Automated Detection of Stealth Attacks on the Operating System Kernel
September 28, 2009
Speaker: Arati Baliga, Rutgers
Time: Monday, September 28, 2PM
Location: Babbio 221
Host: Vivek Pathak
The operating system kernel is implicitly trusted by applications running on a computer system. An attack on the operating system kernel that alters its state is critical because it puts all applications at risk. A compromised system can be stealthily exploited by the attackers, in several ways, such as exfiltration of sensitive information, wasteful usage of the system's resources, adversely affecting system performance or involving it in fraudulent or malicious activities without the user's knowledge or permission. The lack of appropriate detection tools allows such systems to lie within the attackers' control for indefinite periods of time.
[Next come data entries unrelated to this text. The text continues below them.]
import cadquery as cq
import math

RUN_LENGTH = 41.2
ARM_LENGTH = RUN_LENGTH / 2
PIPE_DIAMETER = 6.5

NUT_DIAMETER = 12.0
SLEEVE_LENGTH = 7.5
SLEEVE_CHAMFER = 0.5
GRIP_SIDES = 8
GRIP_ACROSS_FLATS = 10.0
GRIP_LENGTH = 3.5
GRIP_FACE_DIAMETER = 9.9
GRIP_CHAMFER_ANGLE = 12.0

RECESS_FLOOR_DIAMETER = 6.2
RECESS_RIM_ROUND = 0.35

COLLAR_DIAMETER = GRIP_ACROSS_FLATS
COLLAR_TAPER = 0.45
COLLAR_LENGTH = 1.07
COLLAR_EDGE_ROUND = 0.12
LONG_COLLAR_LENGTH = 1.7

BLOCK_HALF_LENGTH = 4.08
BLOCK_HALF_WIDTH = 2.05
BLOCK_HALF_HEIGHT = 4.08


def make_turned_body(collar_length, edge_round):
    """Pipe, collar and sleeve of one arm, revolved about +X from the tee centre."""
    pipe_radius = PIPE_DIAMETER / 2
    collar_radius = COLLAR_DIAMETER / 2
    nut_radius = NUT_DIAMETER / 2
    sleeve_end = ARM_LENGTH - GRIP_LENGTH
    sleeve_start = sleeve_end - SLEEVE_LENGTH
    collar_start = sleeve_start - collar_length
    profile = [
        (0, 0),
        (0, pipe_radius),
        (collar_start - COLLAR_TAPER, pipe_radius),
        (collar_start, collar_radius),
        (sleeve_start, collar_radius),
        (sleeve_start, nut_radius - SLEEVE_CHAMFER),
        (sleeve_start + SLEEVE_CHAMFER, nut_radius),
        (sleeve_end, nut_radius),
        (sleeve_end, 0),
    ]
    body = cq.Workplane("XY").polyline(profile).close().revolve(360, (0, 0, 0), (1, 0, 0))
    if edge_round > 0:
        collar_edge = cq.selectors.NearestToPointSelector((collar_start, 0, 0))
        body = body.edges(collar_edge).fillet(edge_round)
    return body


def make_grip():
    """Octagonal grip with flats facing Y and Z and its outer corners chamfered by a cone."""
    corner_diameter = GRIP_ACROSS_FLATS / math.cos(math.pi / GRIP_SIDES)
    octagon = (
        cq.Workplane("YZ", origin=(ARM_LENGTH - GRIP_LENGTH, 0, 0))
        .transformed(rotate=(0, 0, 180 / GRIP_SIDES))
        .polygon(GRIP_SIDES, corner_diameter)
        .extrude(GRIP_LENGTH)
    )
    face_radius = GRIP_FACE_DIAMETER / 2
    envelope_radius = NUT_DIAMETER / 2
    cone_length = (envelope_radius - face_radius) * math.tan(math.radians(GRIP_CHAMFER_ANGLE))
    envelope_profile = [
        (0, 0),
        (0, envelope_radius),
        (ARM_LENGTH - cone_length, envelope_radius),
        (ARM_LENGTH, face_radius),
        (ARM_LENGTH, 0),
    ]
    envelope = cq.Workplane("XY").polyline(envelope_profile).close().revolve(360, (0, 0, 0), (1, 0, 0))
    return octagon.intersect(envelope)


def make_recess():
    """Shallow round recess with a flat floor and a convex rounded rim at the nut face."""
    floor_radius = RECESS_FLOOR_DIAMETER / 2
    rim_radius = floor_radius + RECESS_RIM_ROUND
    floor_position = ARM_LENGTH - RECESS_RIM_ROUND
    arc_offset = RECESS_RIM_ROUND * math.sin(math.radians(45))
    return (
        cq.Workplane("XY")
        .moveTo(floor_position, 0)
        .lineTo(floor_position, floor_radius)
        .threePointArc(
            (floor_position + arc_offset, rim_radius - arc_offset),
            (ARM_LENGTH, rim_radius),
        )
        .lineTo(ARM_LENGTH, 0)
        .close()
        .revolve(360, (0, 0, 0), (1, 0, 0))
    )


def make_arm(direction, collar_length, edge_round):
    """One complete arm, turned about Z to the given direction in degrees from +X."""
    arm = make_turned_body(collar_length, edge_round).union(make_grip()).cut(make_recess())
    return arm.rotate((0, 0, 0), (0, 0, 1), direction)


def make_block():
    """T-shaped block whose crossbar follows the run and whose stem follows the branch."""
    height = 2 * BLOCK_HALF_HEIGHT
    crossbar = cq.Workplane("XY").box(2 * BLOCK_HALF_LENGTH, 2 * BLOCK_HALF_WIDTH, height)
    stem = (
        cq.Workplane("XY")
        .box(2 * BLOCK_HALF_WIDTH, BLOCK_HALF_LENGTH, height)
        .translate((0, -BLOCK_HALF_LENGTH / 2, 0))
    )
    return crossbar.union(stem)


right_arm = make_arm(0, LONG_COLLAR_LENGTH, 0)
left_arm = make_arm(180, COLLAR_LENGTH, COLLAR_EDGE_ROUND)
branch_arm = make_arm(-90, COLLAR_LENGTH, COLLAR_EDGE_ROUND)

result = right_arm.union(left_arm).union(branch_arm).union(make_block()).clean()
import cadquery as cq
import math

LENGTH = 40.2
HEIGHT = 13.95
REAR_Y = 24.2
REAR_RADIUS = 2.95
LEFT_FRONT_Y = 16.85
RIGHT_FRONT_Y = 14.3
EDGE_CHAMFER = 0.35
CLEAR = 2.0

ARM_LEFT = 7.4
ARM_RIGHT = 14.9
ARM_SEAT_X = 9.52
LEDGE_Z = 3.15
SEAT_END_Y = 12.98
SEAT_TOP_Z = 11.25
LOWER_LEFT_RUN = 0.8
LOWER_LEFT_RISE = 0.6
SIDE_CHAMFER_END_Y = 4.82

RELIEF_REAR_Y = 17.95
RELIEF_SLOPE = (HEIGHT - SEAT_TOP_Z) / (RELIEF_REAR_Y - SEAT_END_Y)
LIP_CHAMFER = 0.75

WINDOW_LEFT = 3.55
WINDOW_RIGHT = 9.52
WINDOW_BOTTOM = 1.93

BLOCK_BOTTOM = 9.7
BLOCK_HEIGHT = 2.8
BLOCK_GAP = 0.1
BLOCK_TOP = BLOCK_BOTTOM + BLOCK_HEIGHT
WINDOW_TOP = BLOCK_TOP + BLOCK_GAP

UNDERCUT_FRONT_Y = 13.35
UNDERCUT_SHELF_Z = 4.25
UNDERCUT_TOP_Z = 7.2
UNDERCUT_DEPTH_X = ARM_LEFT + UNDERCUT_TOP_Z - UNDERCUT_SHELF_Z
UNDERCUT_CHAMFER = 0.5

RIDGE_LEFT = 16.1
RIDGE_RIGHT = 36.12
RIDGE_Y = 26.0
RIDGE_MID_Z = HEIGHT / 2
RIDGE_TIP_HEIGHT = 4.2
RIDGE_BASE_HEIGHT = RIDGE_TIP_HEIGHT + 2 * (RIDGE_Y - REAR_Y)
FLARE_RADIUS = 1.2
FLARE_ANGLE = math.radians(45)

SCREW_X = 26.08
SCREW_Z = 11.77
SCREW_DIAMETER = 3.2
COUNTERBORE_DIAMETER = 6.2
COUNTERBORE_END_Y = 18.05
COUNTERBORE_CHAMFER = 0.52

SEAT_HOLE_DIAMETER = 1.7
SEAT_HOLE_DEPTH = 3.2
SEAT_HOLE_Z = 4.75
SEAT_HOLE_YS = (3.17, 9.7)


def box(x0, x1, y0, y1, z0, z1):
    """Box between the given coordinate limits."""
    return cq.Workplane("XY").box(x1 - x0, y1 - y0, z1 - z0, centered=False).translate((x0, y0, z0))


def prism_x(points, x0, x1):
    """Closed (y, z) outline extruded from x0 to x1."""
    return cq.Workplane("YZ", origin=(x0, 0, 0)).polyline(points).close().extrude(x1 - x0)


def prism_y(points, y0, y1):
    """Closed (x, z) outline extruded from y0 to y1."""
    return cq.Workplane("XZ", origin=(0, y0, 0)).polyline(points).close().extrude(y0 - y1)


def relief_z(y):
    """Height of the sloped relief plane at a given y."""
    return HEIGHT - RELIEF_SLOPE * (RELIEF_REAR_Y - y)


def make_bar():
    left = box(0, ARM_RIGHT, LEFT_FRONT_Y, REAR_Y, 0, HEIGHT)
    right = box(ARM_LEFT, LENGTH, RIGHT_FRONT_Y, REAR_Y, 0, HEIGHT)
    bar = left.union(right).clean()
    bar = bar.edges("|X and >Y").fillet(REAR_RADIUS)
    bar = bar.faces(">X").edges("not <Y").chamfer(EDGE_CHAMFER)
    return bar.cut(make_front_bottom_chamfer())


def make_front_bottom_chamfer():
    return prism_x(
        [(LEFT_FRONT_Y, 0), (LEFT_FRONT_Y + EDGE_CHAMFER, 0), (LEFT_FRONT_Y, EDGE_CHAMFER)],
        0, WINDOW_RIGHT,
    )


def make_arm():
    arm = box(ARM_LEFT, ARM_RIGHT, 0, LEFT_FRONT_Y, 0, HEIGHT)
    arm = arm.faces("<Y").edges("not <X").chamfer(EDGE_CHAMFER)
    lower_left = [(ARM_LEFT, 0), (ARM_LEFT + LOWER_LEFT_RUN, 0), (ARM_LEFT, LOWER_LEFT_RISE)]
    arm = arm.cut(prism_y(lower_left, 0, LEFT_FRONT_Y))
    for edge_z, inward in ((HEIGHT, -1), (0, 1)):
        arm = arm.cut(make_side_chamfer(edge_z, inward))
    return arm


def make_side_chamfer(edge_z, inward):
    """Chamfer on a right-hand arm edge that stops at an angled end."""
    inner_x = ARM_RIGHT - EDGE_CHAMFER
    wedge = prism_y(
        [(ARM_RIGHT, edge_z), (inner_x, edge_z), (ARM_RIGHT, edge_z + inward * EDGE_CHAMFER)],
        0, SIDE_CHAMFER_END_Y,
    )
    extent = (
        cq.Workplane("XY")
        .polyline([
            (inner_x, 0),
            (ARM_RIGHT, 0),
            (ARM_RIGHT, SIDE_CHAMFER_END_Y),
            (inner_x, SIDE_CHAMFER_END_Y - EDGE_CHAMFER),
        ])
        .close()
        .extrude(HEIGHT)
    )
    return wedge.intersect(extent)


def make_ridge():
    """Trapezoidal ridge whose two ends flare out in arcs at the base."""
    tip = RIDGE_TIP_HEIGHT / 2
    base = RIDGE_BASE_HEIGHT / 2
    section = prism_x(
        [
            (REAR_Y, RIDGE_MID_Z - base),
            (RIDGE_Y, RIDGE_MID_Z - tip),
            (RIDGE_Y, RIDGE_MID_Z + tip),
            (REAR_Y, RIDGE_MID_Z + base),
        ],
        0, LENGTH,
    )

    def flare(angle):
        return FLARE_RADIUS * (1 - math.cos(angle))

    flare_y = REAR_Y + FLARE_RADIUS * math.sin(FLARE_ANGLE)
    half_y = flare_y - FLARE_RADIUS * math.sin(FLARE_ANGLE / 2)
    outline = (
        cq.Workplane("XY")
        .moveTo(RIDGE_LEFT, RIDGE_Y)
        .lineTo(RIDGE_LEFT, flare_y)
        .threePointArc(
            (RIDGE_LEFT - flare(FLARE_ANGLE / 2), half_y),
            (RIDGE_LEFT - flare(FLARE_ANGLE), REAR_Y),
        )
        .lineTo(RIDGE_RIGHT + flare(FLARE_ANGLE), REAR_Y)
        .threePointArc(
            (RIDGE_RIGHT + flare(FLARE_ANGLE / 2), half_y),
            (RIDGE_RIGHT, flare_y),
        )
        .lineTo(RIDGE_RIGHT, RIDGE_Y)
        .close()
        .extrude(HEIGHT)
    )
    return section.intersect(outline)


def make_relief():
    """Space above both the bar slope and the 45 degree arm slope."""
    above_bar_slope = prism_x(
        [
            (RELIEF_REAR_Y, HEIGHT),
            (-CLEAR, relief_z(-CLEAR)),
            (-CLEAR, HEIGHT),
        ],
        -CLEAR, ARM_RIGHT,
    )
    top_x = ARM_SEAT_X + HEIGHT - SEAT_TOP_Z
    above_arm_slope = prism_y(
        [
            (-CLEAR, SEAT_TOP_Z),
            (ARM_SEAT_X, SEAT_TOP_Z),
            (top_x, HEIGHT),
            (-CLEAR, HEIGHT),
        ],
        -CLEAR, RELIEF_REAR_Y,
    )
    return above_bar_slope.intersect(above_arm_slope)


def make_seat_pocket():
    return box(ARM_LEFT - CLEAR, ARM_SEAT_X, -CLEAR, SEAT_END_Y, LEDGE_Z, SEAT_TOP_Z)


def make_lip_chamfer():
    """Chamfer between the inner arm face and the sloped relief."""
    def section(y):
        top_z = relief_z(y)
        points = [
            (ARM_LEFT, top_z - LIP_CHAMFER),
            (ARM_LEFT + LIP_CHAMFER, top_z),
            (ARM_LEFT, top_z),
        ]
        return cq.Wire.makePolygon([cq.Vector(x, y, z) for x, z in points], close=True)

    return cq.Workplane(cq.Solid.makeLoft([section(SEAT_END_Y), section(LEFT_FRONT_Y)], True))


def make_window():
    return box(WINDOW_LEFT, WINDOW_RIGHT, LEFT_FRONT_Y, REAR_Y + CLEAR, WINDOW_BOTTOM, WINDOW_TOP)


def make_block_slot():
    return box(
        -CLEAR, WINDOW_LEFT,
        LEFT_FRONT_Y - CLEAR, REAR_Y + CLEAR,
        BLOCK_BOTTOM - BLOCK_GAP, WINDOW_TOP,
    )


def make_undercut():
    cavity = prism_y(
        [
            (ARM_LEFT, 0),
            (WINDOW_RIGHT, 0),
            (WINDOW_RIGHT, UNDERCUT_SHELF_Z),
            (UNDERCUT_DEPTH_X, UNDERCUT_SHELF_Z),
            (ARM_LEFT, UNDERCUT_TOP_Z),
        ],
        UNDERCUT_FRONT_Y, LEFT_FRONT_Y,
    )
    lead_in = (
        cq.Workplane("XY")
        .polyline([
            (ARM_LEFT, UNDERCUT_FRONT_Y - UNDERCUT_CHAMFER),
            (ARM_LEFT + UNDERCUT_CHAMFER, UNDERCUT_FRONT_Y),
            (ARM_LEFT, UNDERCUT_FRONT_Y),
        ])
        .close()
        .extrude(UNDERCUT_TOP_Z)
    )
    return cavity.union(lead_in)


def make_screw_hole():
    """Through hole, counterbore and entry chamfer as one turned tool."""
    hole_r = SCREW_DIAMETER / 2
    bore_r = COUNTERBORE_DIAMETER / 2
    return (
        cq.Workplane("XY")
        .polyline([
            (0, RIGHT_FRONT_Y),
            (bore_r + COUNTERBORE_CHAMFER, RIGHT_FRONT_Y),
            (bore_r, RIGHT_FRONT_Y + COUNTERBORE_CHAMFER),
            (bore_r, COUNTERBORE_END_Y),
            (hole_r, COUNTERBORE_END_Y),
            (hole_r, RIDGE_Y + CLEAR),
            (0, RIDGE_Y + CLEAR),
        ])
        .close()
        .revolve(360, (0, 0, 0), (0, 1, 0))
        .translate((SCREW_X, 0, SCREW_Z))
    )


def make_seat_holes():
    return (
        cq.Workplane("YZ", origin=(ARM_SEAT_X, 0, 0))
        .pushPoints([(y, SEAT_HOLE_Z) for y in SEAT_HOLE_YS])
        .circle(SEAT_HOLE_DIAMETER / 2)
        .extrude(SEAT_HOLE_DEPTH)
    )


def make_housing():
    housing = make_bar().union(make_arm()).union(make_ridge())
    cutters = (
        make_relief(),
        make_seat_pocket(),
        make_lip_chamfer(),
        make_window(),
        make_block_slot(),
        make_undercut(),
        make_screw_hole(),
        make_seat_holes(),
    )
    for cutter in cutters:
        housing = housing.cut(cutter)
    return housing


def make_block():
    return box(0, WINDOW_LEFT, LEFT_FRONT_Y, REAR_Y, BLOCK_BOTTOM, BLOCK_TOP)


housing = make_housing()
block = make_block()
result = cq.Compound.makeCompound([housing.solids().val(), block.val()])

Stealth attacks on the kernel are carried out by malware commonly known as rootkits. Though rootkits have considerably increased in sophistication over the past few years, their primary purpose is to conceal the presence of the attacker and therefore, focus on hiding user level objects. In this talk, I will present a new class of stealth attacks on the kernel that we have identified, which do not attempt to hide objects but are inherently stealthy by design. They achieve their malicious objectives by solely modifying data within the kernel. I will also describe an automated technique that can be used for detection of such stealthy data-centric attacks. The key idea behind this technique is to automatically identify and extract invariants exhibited by kernel data structures during a training phase on a clean kernel. The hypothesis is that rootkits that manipulate kernel data violate some of
these invariants and therefore, can be detected. These inferred invariants are then used as specifications of data structure integrity and are enforced during runtime.
Arati Baliga is a Research Associate at the Wireless Information Network Laboratory (WINLAB), Rutgers University. Her current research includes improving the security and reliability of application programs using transactional memory and securing cognitive radio networks. She completed her Ph.D in January 2009 from the department of Computer Science at Rutgers. Her research interests span system security, security in wireless and emerging networks, operating systems and distributed systems.